A woman who was told in a dream to travel to Soweto to train as a sangoma spent a weekend wandering around with a bundle in her arms asking people to pray for it.
The bundle turned out to be the body of her two-year-old daughter, who she now stands accused of stabbing to death and nearly decapitating.
“Stantia Lee-Ann Tshitsi has already appeared in the Roodepoort magistrate's court. There is an application before the court that she must be sent for psychiatric observation. This application will be heard on November 14. Until then she will remain in custody,” Phindi Louw-Mjonondwane, the National Prosecuting Authority's spokesperson for Gauteng, told TimesLIVE Premium.
While police confirmed her arrest on August 28, Gauteng spokesperson Col Dimakatso Nevhuhulwi said she could not comment further.
The community of Tshepisong in Soweto, where the tragedy played out, was still reeling from what they witnessed.

“She came here on Saturday August 26 with another woman. Tshitsi told me her ancestors ordered her in a dream to come to us and train as a sangoma,” Ayanda Isaac Sibisi, a sangoma in the Shembe Church in Tshepisong, told TimesLIVE Premium.
“Even now, knowing what happened, if I look back there was nothing strange about her. I would never have expected her to do such a cruel thing.”
Sibisi does not do sangoma training on Saturdays and told the woman she had to return on Monday.
“She came back later that day. My father owns the house where we have our church. When Tshitsi returned, she was carrying a bundle that looked like a large pillow. She asked my father to pray on the pillow and wanted to leave it in the house.”
His father sent the woman on her way. On the Monday, Tshitsi walked to a house where one of Sibisi’s brothers stays.

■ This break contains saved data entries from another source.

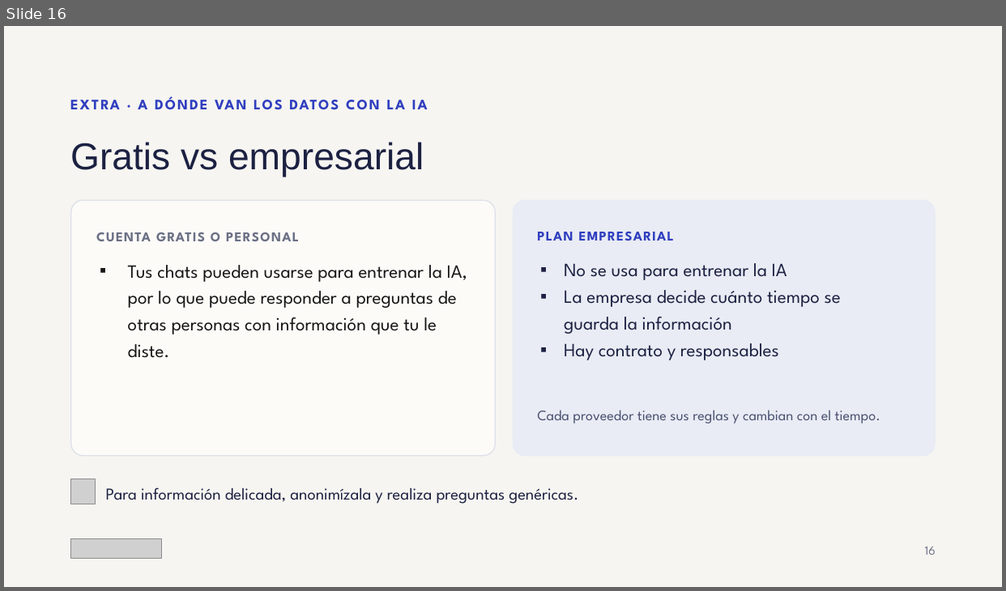
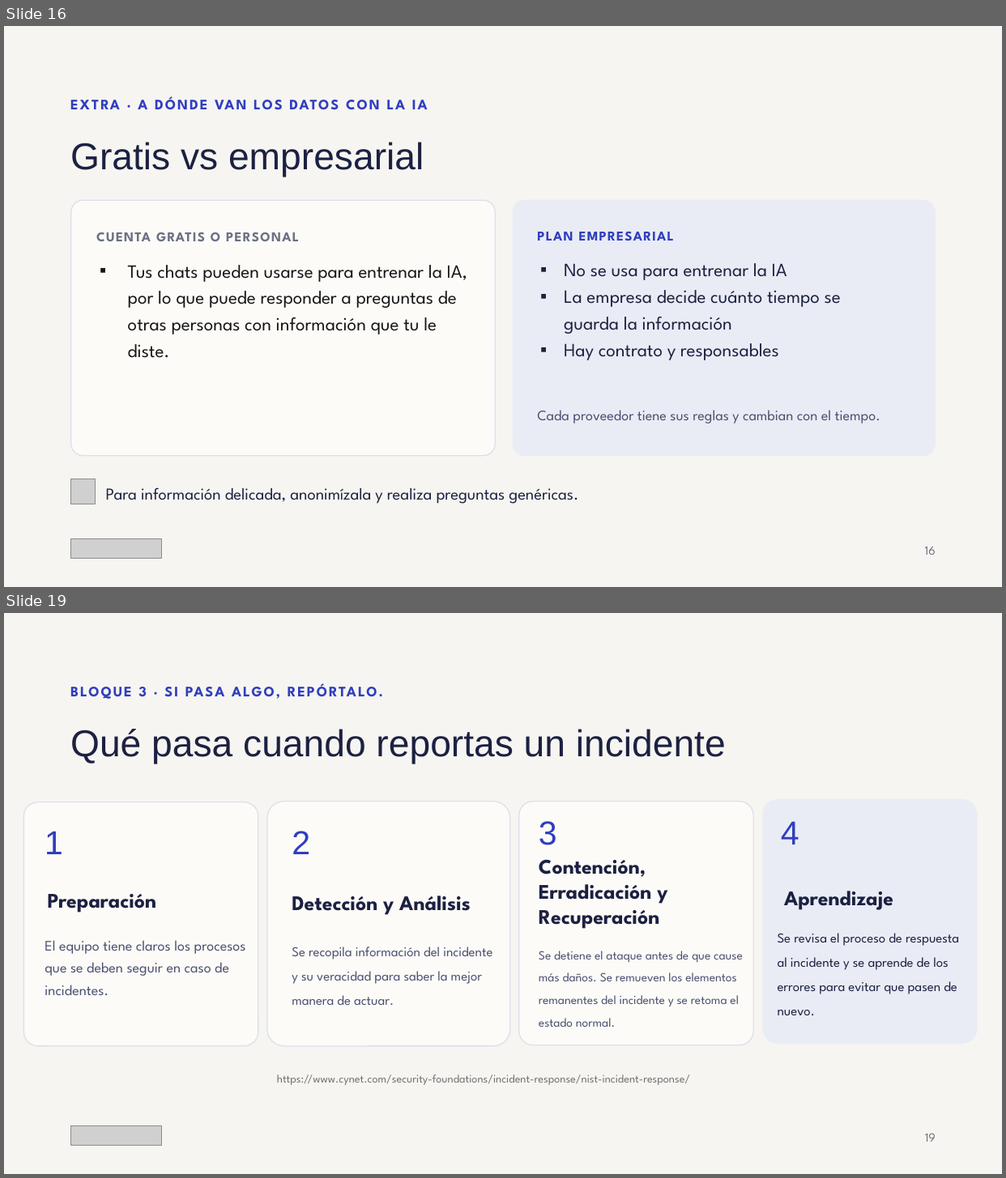
Before and after one commit to pralogy/claudecloudetemasgenerales, a slide deck: Ciberseguridad_sin_ansiedad.pptx. Shown one above the other, each under a label of ours: slide 16 before the commit, slides 16 and 19 after it; the slides between them are not shown. The pictures are 1006x591 and 1006x1178 pixels, drawn with LibreOffice and Linux fonts; fonts in the diff are those of the drawing; grey boxes stand for pictures. Boxes give left, top, right and bottom in pixels: in the first picture for what was removed or moved away, otherwise in the second. Text is boxed around its words. In the diff, an @@ line names an element or a change of style, - is before the commit and + after.

```diff
--- a/Ciberseguridad_sin_ansiedad.pptx
+++ b/Ciberseguridad_sin_ansiedad.pptx
@@ slide 19 added at (4, 613, 1002, 1174), background #F6F5F1 @@
@@ text added at (138, 687, 147, 696), 14 pt, text #2F3EBF, bold @@
+BLOQUE 3 · SI PASA ALGO, REPÓRTALO.
@@ title added at (70, 729, 726, 764), 36 pt, text #1C2142 @@
+Qué pasa cuando reportas un incidente
@@ group added at (23, 803, 258, 1046): 3 texts, 1 rounded rectangle @@
+1
+Preparación
+El equipo tiene claros los procesos que se deben seguir en caso de incidentes.
@@ group added at (267, 802, 510, 1046): 3 texts, 1 rounded rectangle @@
+2
+Detección y Análisis
+Se recopila información del incidente y su veracidad para saber la mejor manera de actuar.
@@ group added at (519, 802, 753, 1046): 3 texts, 1 rounded rectangle @@
+3
+Contención,
+Erradicación y
+Recuperación
+Se detiene el ataque antes de que cause más daños. Se remueven los elementos remanentes del incidente y se retoma el estado normal.
@@ group added at (762, 799, 978, 1044): 3 texts, 1 rounded rectangle @@
+4
+Aprendizaje
+Se revisa el proceso de respuesta al incidente y se aprende de los errores para evitar que pasen de nuevo.
@@ text added at (277, 1075, 690, 1085), 11 pt, text #707070 @@
+https://www.cynet.com/security-foundations/incident-response/nist-incident-response/
@@ picture added at (70, 1127, 162, 1145) @@
@@ text added at (925, 1133, 936, 1142), 12 pt, text #6B7085 @@
+19
```
Also in this commit, not shown: 7 slides changed, 4 other slides added, 1 slide removed.

“She wanted to leave the pillow there but my brother refused. She then asked him to help her carry it back to my indumba [house of his ancestors],” Sibisi said.
He was asleep in his mother’s house at the time.
“I woke up and immediately felt something was not right and I rushed to my indumba. When I arrived here I saw the bag lying where you are sitting now. I opened it and this tiny little child slid out like a doll and fell on the floor.”
Sibisi shuddered. “It was horrible. Her head was almost entirely removed.”
He called the police.
“Word started spreading and other community members started arriving before the police. They were very angry and thought we were the ones who hurt the little girl. They threatened to harm us and burn our church.”
Tshitsi was on the property when police arrived after 5pm.
“She became hysterical and screamed that she killed her baby. She shouted that she put a cloth over the baby’s mouth and that she remembers stabbing her child many times in her head, but not that she tried to cut her head off,” Sibisi said.
Another member of the Shembe congregation, Nonhlanhla Manana, took Tshitsi under her wing that weekend.
“On that Saturday she had nowhere to go. I told her she could sleep at my house. I was lying on my bed later that evening when she walked into the room and put the baby on the bed. She then took a continental pillow and put it over her face to smother her,” said Manana, still reeling from shock.
“I jumped up and asked her what she was doing and it was almost as if she woke up with a shock. Tshitsi told me she sometimes put a pillow on her daughter so it would feel like she was holding the child.
“When she was sitting her legs had a nervous jump [twitch]. She never stopped the jumping movement.”
She asked Tshitsi if she was OK. “She said she was nervous because her forefathers told her in a dream that we were going to kill her. Why would we do that? We did not know her at all.”

Manana said Tshitsi told her she and her child came from the Eastern Cape.
“She did not say from which town or area. I am very sad about this thing. The little girl was such a beautiful child.”
Hanru Niemand, a clinical psychologist from Cape Town, said he was hesitant to comment on Tshitsi's mental health because he had not examined her himself but she appeared to have suffered from a mental disorder.
The delay in her being sent for observation by the courts is not strange because of a lack of space.
“It is a process and these kinds of facilities sometimes have limited space,” Niemand said.
“Without examining her myself it is difficult to say too much, but in these kinds of infanticides, the killer is seldom a psychopath or garden-variety criminal. This woman appears to be suffering from some serious psychiatric disorders.”
According to the SA Journal of Psychiatry, 75% of people with common mental disorders in SA do not receive any treatment.